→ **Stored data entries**

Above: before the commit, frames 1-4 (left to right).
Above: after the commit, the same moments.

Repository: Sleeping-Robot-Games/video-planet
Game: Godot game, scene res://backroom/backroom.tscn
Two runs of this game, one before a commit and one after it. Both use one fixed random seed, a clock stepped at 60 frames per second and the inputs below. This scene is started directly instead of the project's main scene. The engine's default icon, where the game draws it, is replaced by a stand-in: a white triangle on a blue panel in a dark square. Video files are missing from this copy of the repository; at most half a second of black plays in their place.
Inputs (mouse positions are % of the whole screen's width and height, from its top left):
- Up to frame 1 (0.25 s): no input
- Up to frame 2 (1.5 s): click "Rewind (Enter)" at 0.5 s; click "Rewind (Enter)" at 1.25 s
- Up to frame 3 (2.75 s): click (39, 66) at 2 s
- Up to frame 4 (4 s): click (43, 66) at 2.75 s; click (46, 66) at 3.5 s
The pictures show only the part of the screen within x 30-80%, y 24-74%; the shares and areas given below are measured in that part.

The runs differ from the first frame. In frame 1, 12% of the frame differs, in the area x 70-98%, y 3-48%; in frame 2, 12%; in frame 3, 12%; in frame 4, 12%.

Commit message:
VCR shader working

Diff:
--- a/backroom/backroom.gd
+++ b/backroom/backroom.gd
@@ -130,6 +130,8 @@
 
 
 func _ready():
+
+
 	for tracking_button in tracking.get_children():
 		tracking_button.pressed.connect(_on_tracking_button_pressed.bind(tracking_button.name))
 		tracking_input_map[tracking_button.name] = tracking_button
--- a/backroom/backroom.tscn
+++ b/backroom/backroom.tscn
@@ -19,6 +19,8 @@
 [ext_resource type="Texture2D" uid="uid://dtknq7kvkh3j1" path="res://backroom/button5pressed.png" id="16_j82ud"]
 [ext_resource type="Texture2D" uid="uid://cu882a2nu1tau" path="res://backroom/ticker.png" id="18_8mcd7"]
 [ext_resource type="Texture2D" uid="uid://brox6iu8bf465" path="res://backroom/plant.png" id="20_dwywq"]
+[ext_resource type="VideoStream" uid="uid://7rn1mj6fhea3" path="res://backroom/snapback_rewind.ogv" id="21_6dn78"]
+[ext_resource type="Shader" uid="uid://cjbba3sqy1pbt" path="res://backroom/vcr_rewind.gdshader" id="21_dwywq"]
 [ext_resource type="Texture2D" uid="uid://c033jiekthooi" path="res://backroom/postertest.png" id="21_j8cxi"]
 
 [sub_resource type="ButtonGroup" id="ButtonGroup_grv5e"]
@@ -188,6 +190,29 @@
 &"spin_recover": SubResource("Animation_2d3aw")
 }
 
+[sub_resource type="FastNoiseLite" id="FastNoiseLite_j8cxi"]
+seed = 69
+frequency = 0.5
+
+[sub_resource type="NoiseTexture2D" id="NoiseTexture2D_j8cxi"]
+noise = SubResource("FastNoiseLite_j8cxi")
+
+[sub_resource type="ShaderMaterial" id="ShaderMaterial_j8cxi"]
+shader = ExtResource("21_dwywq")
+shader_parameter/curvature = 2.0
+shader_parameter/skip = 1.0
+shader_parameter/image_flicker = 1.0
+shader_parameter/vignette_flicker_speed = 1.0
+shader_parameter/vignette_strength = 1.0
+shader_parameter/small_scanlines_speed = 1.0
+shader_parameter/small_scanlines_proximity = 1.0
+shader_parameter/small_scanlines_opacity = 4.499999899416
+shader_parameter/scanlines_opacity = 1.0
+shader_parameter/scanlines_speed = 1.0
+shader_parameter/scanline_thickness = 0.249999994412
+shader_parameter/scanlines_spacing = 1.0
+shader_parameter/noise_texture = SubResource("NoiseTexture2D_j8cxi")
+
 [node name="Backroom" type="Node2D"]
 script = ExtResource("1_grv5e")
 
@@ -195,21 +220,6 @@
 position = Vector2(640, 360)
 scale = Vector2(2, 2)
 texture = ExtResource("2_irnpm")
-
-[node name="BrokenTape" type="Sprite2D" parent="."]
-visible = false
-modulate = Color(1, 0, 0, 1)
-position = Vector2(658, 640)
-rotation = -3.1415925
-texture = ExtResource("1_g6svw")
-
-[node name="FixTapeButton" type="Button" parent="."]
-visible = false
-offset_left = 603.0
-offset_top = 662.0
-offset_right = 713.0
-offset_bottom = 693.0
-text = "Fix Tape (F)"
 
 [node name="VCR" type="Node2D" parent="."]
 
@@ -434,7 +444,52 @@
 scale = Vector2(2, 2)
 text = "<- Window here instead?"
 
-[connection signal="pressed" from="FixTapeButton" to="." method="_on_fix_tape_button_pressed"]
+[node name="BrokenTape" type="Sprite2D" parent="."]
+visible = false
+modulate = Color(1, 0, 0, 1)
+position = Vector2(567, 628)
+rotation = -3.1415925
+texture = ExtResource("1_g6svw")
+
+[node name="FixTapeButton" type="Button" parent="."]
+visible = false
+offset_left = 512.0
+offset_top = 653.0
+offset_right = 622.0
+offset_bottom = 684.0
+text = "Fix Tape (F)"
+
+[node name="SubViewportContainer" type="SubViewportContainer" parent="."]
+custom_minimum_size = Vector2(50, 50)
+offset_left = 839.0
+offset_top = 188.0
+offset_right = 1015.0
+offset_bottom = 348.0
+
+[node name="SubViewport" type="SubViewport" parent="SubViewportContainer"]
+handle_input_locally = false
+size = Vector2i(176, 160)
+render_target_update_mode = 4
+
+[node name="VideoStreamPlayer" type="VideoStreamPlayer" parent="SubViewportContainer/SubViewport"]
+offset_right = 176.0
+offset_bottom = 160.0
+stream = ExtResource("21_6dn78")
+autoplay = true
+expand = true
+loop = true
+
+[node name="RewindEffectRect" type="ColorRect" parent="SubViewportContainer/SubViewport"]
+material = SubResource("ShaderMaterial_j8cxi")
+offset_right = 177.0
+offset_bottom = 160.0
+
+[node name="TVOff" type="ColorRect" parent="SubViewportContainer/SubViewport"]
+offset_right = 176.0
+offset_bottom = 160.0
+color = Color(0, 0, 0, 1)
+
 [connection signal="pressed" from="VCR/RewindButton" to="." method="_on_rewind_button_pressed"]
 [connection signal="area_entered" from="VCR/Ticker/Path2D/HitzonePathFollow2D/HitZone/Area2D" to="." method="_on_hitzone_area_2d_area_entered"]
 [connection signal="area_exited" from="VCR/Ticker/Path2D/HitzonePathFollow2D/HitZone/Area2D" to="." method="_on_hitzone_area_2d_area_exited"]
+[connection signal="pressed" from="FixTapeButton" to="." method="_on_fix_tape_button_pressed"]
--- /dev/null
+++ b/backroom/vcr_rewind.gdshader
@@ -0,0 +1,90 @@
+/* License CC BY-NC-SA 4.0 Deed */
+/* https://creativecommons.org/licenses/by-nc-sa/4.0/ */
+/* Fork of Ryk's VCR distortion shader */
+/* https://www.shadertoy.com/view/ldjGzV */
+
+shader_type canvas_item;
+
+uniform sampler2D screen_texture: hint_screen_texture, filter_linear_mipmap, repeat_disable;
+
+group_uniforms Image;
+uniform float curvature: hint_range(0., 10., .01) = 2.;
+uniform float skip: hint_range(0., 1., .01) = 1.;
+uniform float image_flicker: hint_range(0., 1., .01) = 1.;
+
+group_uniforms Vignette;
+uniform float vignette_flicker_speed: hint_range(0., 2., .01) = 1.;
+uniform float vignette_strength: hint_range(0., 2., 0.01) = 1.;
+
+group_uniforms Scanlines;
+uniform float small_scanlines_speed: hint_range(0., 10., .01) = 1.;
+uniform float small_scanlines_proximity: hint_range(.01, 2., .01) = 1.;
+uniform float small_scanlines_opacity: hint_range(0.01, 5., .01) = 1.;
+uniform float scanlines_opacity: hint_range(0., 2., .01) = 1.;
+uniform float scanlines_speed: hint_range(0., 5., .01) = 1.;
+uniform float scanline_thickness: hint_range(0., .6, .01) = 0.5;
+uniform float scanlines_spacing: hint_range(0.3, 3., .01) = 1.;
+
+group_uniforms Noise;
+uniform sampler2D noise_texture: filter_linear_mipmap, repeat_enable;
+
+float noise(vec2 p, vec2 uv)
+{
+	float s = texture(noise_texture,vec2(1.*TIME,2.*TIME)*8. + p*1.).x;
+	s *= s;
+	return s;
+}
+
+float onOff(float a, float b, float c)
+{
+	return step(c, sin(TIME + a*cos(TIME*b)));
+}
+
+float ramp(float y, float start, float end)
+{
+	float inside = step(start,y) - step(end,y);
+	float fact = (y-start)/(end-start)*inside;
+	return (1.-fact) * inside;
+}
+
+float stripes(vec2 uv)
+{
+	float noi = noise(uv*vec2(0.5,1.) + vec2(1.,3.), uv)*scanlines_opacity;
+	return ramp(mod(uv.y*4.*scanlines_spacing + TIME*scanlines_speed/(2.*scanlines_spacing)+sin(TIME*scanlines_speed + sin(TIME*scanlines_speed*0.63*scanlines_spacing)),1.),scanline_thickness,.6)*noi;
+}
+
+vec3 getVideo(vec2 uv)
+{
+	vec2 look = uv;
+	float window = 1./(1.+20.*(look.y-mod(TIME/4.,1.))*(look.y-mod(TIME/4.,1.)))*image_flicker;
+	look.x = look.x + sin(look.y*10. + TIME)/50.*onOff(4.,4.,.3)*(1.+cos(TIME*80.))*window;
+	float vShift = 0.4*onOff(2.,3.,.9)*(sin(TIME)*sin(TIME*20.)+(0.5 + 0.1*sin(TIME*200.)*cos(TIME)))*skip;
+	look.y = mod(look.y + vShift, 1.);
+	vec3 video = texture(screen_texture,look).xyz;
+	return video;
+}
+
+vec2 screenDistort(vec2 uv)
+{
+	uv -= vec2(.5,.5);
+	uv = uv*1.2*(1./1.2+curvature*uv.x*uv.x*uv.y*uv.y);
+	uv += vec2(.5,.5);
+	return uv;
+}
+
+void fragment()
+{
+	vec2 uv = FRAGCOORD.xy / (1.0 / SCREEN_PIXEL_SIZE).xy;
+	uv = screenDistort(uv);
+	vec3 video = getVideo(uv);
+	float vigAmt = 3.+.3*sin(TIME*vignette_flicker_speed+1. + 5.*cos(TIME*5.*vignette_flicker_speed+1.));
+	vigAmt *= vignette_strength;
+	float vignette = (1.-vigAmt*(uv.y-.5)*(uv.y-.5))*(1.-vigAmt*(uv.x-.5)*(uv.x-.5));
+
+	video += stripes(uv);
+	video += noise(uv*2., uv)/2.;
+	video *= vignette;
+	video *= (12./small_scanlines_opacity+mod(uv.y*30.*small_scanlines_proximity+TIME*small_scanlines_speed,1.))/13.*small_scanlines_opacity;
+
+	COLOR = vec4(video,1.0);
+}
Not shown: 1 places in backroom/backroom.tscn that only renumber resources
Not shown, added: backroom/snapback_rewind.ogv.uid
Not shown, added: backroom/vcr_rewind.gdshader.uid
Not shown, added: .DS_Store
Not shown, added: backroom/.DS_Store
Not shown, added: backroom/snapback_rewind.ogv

→ **WORK REQUEST**
Exact duplication is required for the lines above, from the line that contains "(1.0 / SCREEN_PIXEL_SIZE).xy;" to the line that contains "Not shown, added: .DS_Store", inclusive; omit all others.

→ **RESPONSE**
+	vec2 uv = FRAGCOORD.xy / (1.0 / SCREEN_PIXEL_SIZE).xy;
+	uv = screenDistort(uv);
+	vec3 video = getVideo(uv);
+	float vigAmt = 3.+.3*sin(TIME*vignette_flicker_speed+1. + 5.*cos(TIME*5.*vignette_flicker_speed+1.));
+	vigAmt *= vignette_strength;
+	float vignette = (1.-vigAmt*(uv.y-.5)*(uv.y-.5))*(1.-vigAmt*(uv.x-.5)*(uv.x-.5));
+
+	video += stripes(uv);
+	video += noise(uv*2., uv)/2.;
+	video *= vignette;
+	video *= (12./small_scanlines_opacity+mod(uv.y*30.*small_scanlines_proximity+TIME*small_scanlines_speed,1.))/13.*small_scanlines_opacity;
+
+	COLOR = vec4(video,1.0);
+}
Not shown: 1 places in backroom/backroom.tscn that only renumber resources
Not shown, added: backroom/snapback_rewind.ogv.uid
Not shown, added: backroom/vcr_rewind.gdshader.uid
Not shown, added: .DS_Store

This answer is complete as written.